Using the kalman filter with Arima for the COVID-19 pandemic dataset of Pakistan

Muhammad Aslam 1
PMCID: PMC7292003  PMID: 32572378

Abstract

The current pandemic of the Novel Corona virus (COVID-19) has resulted in multifold challenges related to health, economy, and society, etc. for the entire world. Many mathematical epidemiological models have been tried for the available data of the COVID-19 pandemic with the core objective to observe the trend and trajectories of infected cases, recoveries, and deaths, etc. However, these models have their own assumptions and parameters and vary with regional demography. This article suggests the use of a more pragmatic approach of the Kalman filter with the Autoregressive Integrated Moving Average (ARIMA) models in order to obtain more precise forecasts for the figures of prevalence, active cases, recoveries, and deaths related to the COVID-19 outbreak in Pakistan.
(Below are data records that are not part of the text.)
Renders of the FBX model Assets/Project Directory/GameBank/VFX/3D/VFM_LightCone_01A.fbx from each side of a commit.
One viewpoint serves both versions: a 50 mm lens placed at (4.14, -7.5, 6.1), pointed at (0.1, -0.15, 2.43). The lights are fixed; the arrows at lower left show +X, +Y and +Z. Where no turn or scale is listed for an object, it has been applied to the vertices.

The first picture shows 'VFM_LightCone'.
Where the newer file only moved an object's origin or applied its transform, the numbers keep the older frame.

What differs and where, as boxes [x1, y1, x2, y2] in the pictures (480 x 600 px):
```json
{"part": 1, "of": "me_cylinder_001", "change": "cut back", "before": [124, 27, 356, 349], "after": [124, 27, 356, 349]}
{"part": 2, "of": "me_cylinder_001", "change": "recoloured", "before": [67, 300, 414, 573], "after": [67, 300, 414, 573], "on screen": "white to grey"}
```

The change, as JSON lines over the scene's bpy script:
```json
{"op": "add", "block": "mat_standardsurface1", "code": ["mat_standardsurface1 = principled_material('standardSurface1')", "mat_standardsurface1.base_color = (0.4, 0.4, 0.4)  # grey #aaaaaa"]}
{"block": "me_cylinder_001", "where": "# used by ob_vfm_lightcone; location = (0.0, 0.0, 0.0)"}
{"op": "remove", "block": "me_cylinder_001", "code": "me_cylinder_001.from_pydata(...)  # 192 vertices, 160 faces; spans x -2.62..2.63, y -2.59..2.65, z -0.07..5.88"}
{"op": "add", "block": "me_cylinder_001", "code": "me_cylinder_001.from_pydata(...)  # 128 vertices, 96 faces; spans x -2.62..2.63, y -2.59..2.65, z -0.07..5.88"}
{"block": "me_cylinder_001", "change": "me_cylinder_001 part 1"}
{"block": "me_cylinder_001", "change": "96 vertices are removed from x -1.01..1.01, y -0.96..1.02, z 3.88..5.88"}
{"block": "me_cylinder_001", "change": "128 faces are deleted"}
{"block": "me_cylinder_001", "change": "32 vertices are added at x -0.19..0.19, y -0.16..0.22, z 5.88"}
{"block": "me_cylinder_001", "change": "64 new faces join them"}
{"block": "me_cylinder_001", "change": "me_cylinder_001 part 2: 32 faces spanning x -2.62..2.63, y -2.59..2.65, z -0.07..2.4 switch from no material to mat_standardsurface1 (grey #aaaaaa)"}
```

Keywords: Arima model, COVID-2019 pandemic, Forecast, Holt-winters’ method, Infection control, Kalman filter, SutteARIMA, State space model


Specifications Table

Subject Infectious diseases
Specific subject area Time-series and econometric modeling
Type of data Table
Graph
How data were acquired The data were acquired from the official website maintained by the Government of Pakistan (http://covid.gov.pk/).
Instruments: Programming language R and its packages, “TSPred” “forecast”, and “SutteForecastR” were used for the analyses.
Data format The data are in raw format and have been analyzed. An Excel file with data has been uploaded.
Parameters for data collection The dataset consists of daily reported total (cumulative) confirmed & active cases of COVID-19, recoveries, and deaths. The parameters were used for the Kalman-filtered ARIMA models.
Description of data collection The daily prevalence data of cumulative confirmed COVID-19 cases, active cases, recoveries, and deaths in Pakistan from February 26, 2020, to April 30, 2020, were collected from the official website of the Government of Pakistan (http://covid.gov.pk/), and MS-Excel 2019 was used to build a time-series database for further analysis.
Data source location Ministry of National Health Services
Islamabad
Pakistan
Data accessibility Raw data can be retrieved from
http://covid.gov.pk/stats/pakistan

Value of the Data

  • These data are useful because they provide a forecast for not only the number of confirmed cases reflecting the outbreak of the COVID-2019 pandemic but the number of active cases, recoveries, and deaths as well, thus representing a valid and objective tool for monitoring infection prevalence and control.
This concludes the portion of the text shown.